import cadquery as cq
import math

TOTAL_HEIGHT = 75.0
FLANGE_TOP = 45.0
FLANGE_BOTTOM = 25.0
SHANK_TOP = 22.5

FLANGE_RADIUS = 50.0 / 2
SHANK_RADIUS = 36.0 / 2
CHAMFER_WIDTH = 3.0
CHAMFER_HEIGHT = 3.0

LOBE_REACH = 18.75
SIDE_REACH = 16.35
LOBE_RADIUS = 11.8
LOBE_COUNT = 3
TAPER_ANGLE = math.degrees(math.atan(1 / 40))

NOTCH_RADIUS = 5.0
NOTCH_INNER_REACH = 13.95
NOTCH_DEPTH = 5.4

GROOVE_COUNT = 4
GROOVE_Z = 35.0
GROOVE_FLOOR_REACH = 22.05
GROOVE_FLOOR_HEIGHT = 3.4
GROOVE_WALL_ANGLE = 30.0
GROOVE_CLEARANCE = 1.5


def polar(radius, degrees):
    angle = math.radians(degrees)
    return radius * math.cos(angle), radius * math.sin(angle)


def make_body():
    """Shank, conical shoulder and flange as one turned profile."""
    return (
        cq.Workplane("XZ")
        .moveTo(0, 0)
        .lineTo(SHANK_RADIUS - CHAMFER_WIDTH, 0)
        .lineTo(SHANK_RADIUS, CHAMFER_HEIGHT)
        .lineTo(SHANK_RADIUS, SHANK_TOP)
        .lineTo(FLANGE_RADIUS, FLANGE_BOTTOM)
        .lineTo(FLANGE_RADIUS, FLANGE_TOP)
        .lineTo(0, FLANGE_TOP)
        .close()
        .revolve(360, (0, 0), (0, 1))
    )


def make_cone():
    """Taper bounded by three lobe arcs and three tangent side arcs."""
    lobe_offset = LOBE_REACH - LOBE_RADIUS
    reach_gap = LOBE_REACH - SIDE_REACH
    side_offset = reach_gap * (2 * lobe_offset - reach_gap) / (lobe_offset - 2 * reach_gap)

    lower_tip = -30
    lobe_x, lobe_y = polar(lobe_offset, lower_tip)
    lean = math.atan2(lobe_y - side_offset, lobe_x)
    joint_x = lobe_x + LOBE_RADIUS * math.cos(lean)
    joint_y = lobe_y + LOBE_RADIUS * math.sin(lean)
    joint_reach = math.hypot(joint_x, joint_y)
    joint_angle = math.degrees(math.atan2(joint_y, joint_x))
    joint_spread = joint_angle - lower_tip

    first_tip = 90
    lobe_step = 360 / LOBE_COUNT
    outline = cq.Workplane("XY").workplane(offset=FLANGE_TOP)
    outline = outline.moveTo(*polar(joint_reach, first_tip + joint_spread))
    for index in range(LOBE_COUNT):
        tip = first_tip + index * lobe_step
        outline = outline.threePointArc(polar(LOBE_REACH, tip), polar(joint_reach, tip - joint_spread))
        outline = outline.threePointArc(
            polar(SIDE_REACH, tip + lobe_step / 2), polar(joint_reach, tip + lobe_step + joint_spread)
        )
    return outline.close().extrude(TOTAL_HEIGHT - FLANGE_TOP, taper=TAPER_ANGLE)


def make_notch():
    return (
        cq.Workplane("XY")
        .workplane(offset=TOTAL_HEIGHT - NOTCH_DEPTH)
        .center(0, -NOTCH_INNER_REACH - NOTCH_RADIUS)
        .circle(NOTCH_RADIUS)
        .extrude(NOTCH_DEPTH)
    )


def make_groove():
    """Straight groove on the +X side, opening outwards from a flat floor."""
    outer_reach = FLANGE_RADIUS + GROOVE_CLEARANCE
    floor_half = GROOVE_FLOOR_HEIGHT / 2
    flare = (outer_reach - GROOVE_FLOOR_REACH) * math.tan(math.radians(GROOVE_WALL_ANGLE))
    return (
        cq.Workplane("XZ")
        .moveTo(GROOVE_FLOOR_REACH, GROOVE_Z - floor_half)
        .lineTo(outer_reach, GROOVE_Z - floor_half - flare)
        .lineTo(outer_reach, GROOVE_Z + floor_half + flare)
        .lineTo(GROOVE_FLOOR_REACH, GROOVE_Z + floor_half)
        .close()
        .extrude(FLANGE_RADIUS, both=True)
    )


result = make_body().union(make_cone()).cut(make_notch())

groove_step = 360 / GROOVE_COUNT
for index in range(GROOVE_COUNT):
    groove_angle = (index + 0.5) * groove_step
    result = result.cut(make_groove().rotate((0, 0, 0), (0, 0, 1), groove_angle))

◆ Task objective:
At the line containing "groove_step = 360 / GROOVE_COUNT", start copying. Continue exactly through the final line of the entries above and stop there.

◆ Result below:
groove_step = 360 / GROOVE_COUNT
for index in range(GROOVE_COUNT):
    groove_angle = (index + 0.5) * groove_step
    result = result.cut(make_groove().rotate((0, 0, 0), (0, 0, 1), groove_angle))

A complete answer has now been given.